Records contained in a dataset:
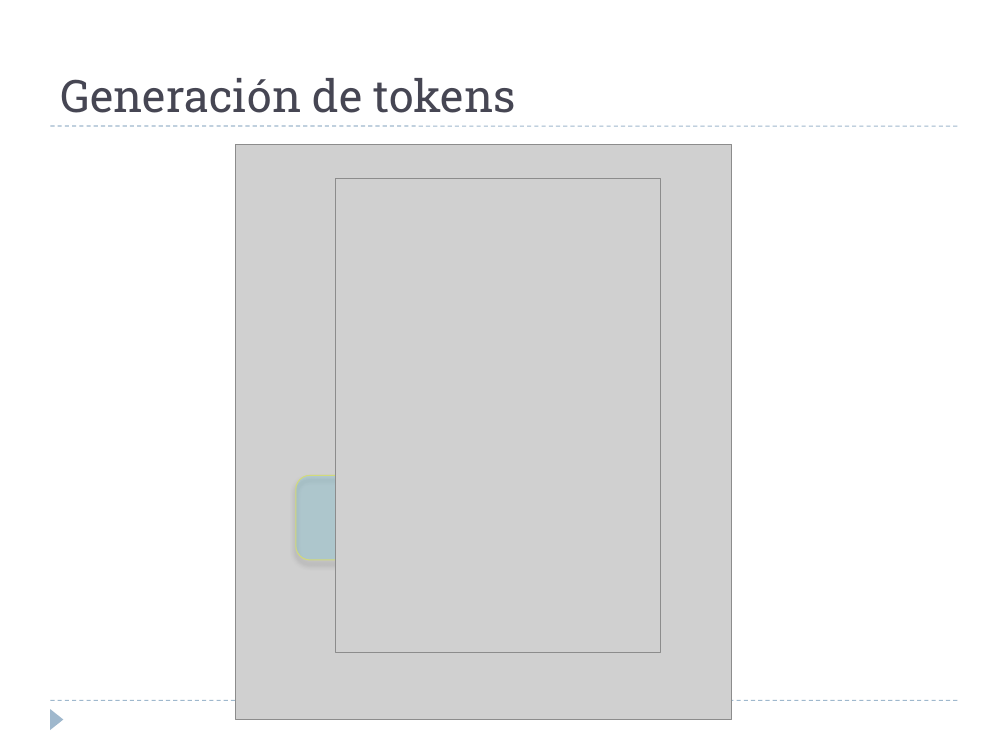
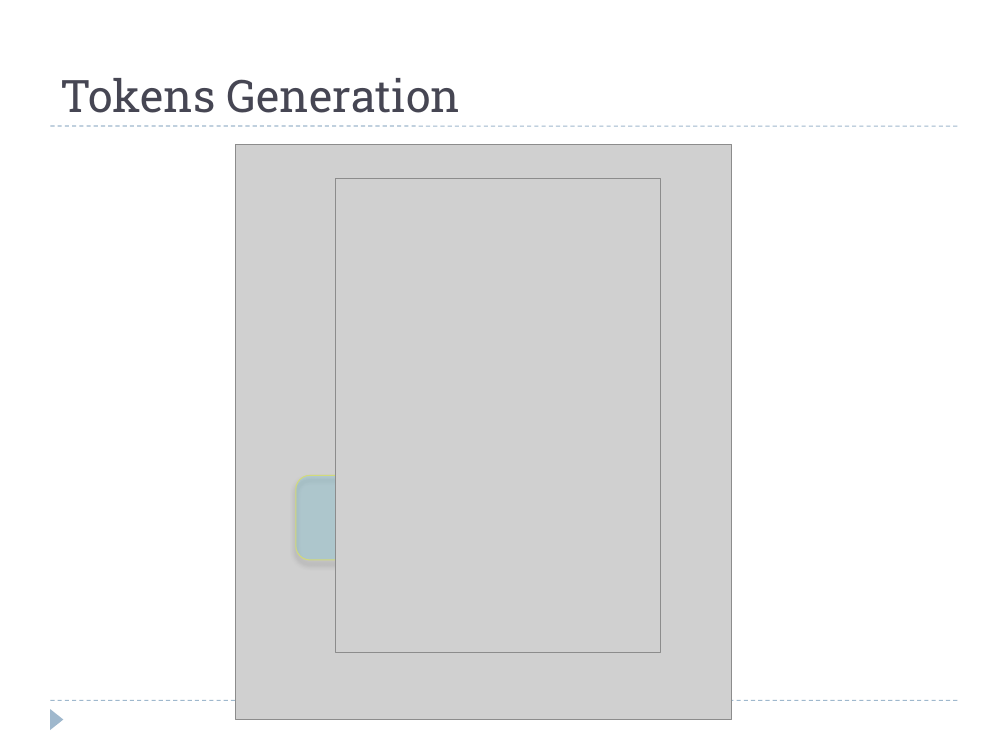
Before and after one commit to alejandrorago/qatesis2, a slide deck: slide 15 of Capitulos Finales/FilminasV0.2.pptx. Drawn at 1008x756 pixels with LibreOffice and Linux fonts; fonts in the diff are those of the drawing; grey boxes stand for pictures. Boxes give left, top, right and bottom in pixels: in the first picture for what was removed or moved away, otherwise in the second. Text is boxed around its words. In the diff, an @@ line names an element or a change of style, - is before the commit and + after.

```diff
--- a/Capitulos Finales/FilminasV0.2.pptx
+++ b/Capitulos Finales/FilminasV0.2.pptx
@@ title at box(60, 78, 460, 113): text changed @@
-Generación de tokens
+Tokens Generation
```
Also in this commit, not shown: 14 other slides changed, 2 slides added, 1 slide removed.
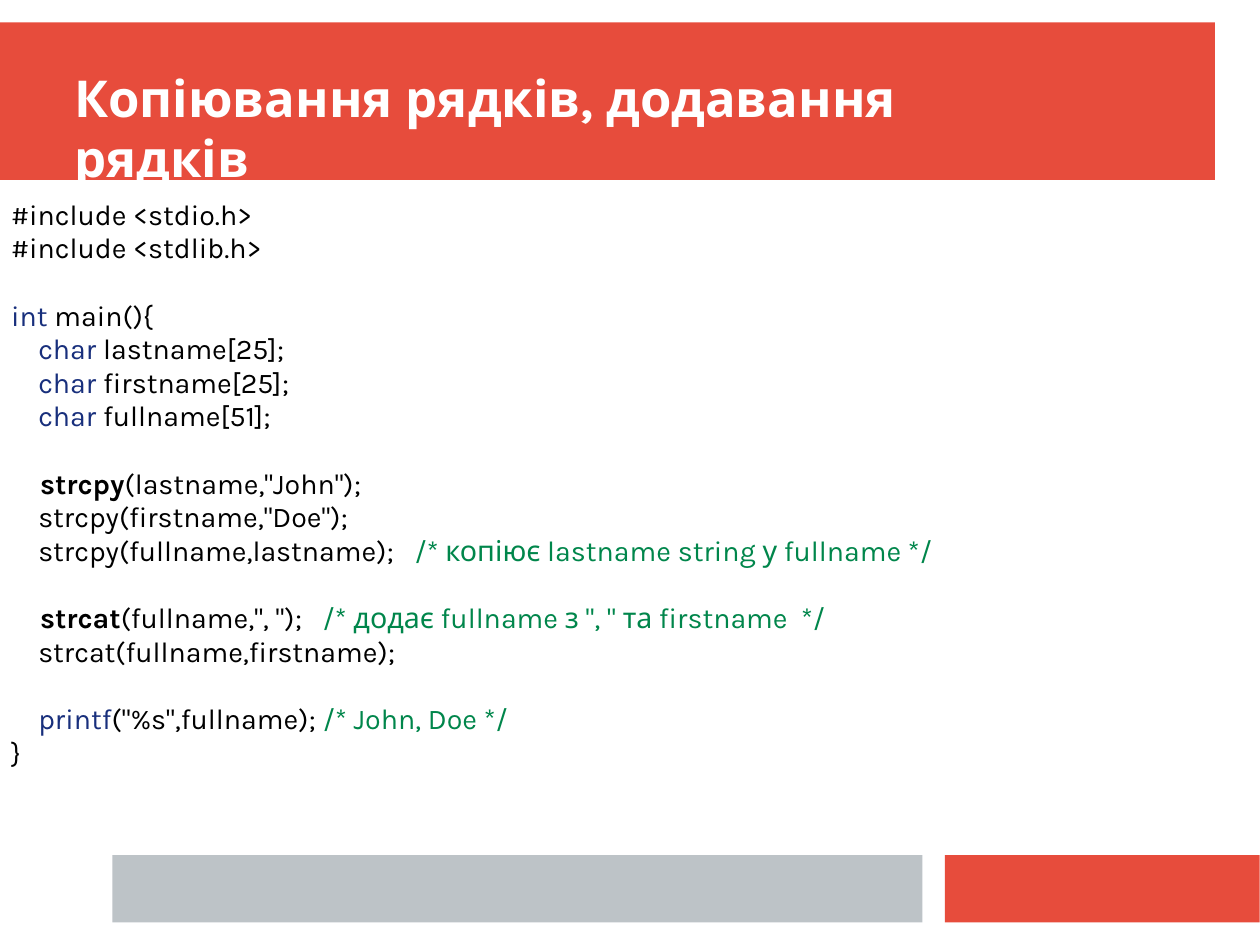
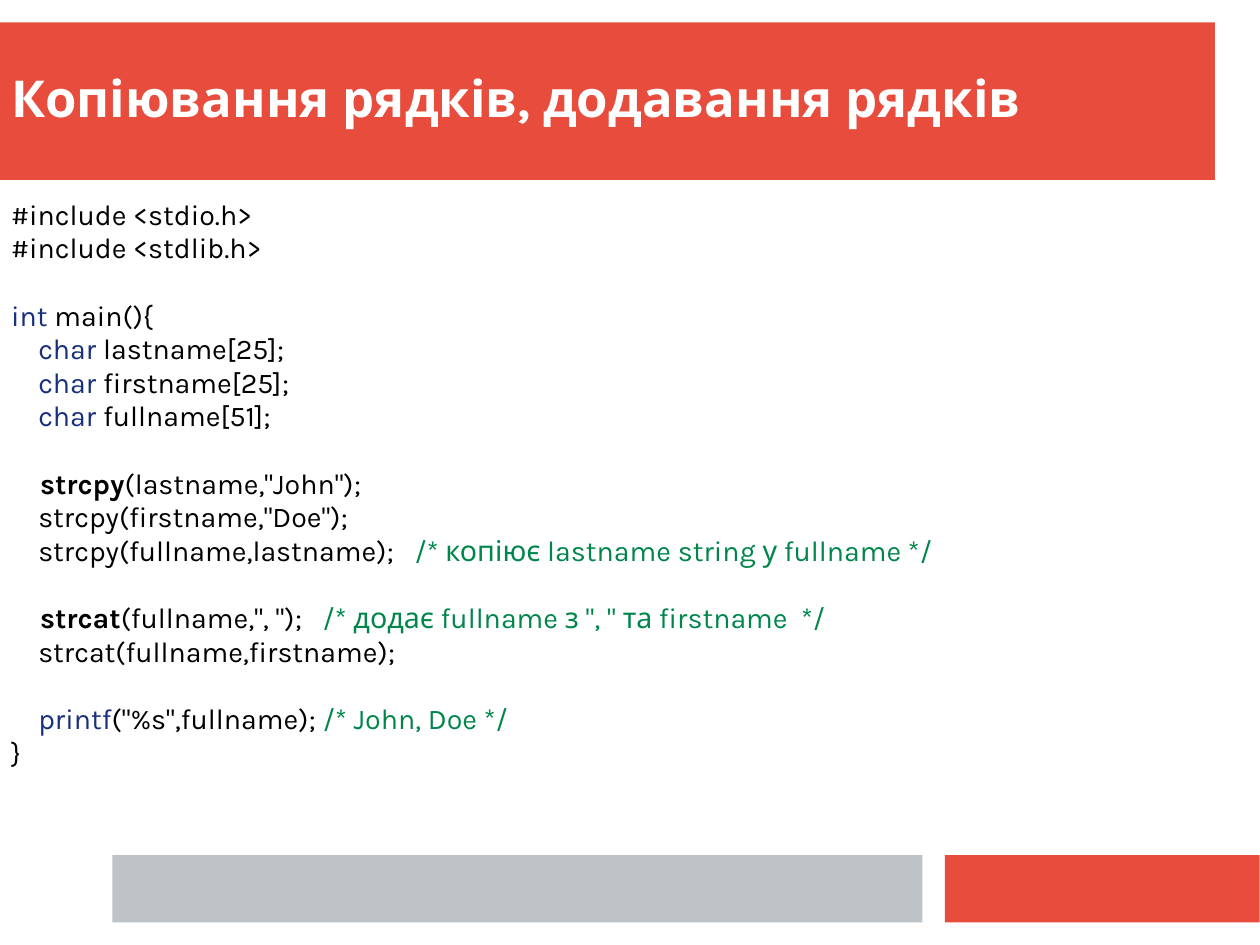
Before and after one commit to mecchmatProjects/CppCourse, a slide deck: slide 43 of Lect03/CppTutorUkr2.ppt. Drawn at 1260x945 pixels with LibreOffice and Linux fonts; fonts in the diff are those of the drawing. Boxes give left, top, right and bottom in pixels: in the first picture for what was removed or moved away, otherwise in the second. Text is boxed around its words. In the diff, an @@ line names an element or a change of style, - is before the commit and + after.

```diff
--- a/Lect03/CppTutorUkr2.ppt
+++ b/Lect03/CppTutorUkr2.ppt
@@ text "Копіювання рядків, додавання рядків" rewrapped from box(74, 78, 896, 190) to box(11, 78, 1021, 129) @@
```
Also in this commit, not shown: 14 other slides changed, 1 slide added, 1 slide removed, 3 other files.

# Action item
Each entry gets copied exactly; the pictures stay out.

# Solved problem
Before and after one commit to alejandrorago/qatesis2, a slide deck: slide 15 of Capitulos Finales/FilminasV0.2.pptx. Drawn at 1008x756 pixels with LibreOffice and Linux fonts; fonts in the diff are those of the drawing; grey boxes stand for pictures. Boxes give left, top, right and bottom in pixels: in the first picture for what was removed or moved away, otherwise in the second. Text is boxed around its words. In the diff, an @@ line names an element or a change of style, - is before the commit and + after.

```diff
--- a/Capitulos Finales/FilminasV0.2.pptx
+++ b/Capitulos Finales/FilminasV0.2.pptx
@@ title at box(60, 78, 460, 113): text changed @@
-Generación de tokens
+Tokens Generation
```
Also in this commit, not shown: 14 other slides changed, 2 slides added, 1 slide removed.
Before and after one commit to mecchmatProjects/CppCourse, a slide deck: slide 43 of Lect03/CppTutorUkr2.ppt. Drawn at 1260x945 pixels with LibreOffice and Linux fonts; fonts in the diff are those of the drawing. Boxes give left, top, right and bottom in pixels: in the first picture for what was removed or moved away, otherwise in the second. Text is boxed around its words. In the diff, an @@ line names an element or a change of style, - is before the commit and + after.

```diff
--- a/Lect03/CppTutorUkr2.ppt
+++ b/Lect03/CppTutorUkr2.ppt
@@ text "Копіювання рядків, додавання рядків" rewrapped from box(74, 78, 896, 190) to box(11, 78, 1021, 129) @@
```
Also in this commit, not shown: 14 other slides changed, 1 slide added, 1 slide removed, 3 other files.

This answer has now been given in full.